■ ACTIVITY:
Images within the entries are to be omitted; the remainder must be reproduced exactly.

Saved data entries

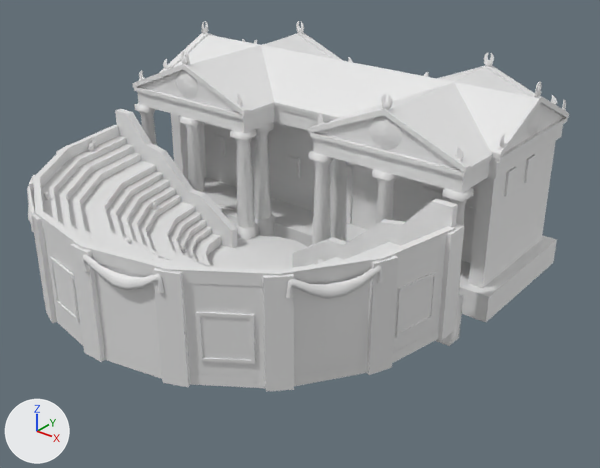
An edit to the COLLADA model art/meshes/structural/cyrene/theater.dae, drawn before and after from the same camera.
Before and after are seen from a camera (50 mm lens) standing at (29.4, -34.9, 23.1) and looking at (2.4, -1.2, 2.1). The lights are fixed; the arrows at lower left show +X, +Y and +Z. The older version comes first. Vertices at exactly the same position are counted once.

In view in the first picture: 'theate'.
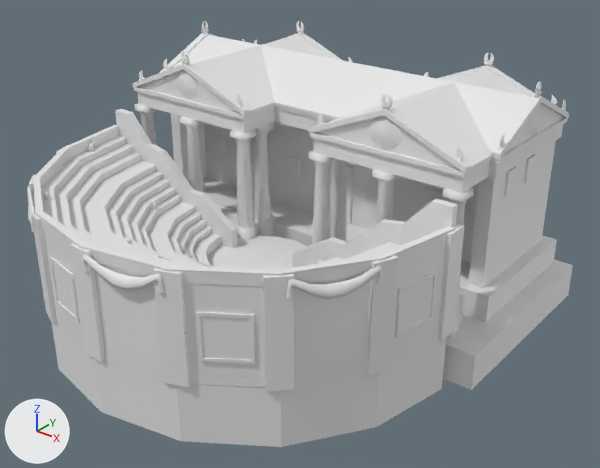
The change, as JSON lines over the scene's bpy script:
```json
{"block": "me_cube_148", "where": "# used by ob_theate; location = (0.0, 0.0, 0.0)"}
{"op": "remove", "block": "me_cube_148", "code": "me_cube_148.from_pydata(...)  # 3008 vertices, 4962 faces; spans x -12.4..13.0, y -14.9..10.9, z -1.7..11.2"}
{"op": "add", "block": "me_cube_148", "code": "me_cube_148.from_pydata(...)  # 3034 vertices, 4986 faces; spans x -13.5..14.1, y -14.9..11.3, z -3.4..11.2"}
{"block": "me_cube_148", "change": "me_cube_148 part 1: the loose piece of 18 vertices spanning x -12.2..12.7, y -14.6..-2.2, z 0.0..0.5 is copied, and the copy is scaled about its middle by (1, 1, 5.81), then moved by (0.0, 0.0, -2.0); it spans x -12.2..12.7, y -14.6..-2.2, z -3.4..0.0"}
{"block": "me_cube_148", "change": "me_cube_148 part 2"}
{"block": "me_cube_148", "change": "2 faces are deleted"}
{"block": "me_cube_148", "change": "8 vertices are added at x -13.5..14.1, y -1.4..11.3, z -3.3..-1.2"}
{"block": "me_cube_148", "change": "10 new faces join them"}
```

Where the change shows, as pixel boxes (x1, y1, x2, y2) in the pictures (600 x 468 px):
```json
{"object": "theate", "change": "reshaped", "before": [27, 21, 569, 391], "after": [27, 21, 573, 447], "on screen": "15% taller"}
{"part": 1, "of": "me_cube_148", "change": "added", "after": [52, 322, 446, 447]}
{"part": 2, "of": "me_cube_148", "change": "built on", "after": [443, 259, 573, 390]}
```

■ SOLUTION FOR THIS TASK:
An edit to the COLLADA model art/meshes/structural/cyrene/theater.dae, drawn before and after from the same camera.
Before and after are seen from a camera (50 mm lens) standing at (29.4, -34.9, 23.1) and looking at (2.4, -1.2, 2.1). The lights are fixed; the arrows at lower left show +X, +Y and +Z. The older version comes first. Vertices at exactly the same position are counted once.

In view in the first picture: 'theate'.
The change, as JSON lines over the scene's bpy script:
```json
{"block": "me_cube_148", "where": "# used by ob_theate; location = (0.0, 0.0, 0.0)"}
{"op": "remove", "block": "me_cube_148", "code": "me_cube_148.from_pydata(...)  # 3008 vertices, 4962 faces; spans x -12.4..13.0, y -14.9..10.9, z -1.7..11.2"}
{"op": "add", "block": "me_cube_148", "code": "me_cube_148.from_pydata(...)  # 3034 vertices, 4986 faces; spans x -13.5..14.1, y -14.9..11.3, z -3.4..11.2"}
{"block": "me_cube_148", "change": "me_cube_148 part 1: the loose piece of 18 vertices spanning x -12.2..12.7, y -14.6..-2.2, z 0.0..0.5 is copied, and the copy is scaled about its middle by (1, 1, 5.81), then moved by (0.0, 0.0, -2.0); it spans x -12.2..12.7, y -14.6..-2.2, z -3.4..0.0"}
{"block": "me_cube_148", "change": "me_cube_148 part 2"}
{"block": "me_cube_148", "change": "2 faces are deleted"}
{"block": "me_cube_148", "change": "8 vertices are added at x -13.5..14.1, y -1.4..11.3, z -3.3..-1.2"}
{"block": "me_cube_148", "change": "10 new faces join them"}
```

Where the change shows, as pixel boxes (x1, y1, x2, y2) in the pictures (600 x 468 px):
```json
{"object": "theate", "change": "reshaped", "before": [27, 21, 569, 391], "after": [27, 21, 573, 447], "on screen": "15% taller"}
{"part": 1, "of": "me_cube_148", "change": "added", "after": [52, 322, 446, 447]}
{"part": 2, "of": "me_cube_148", "change": "built on", "after": [443, 259, 573, 390]}
```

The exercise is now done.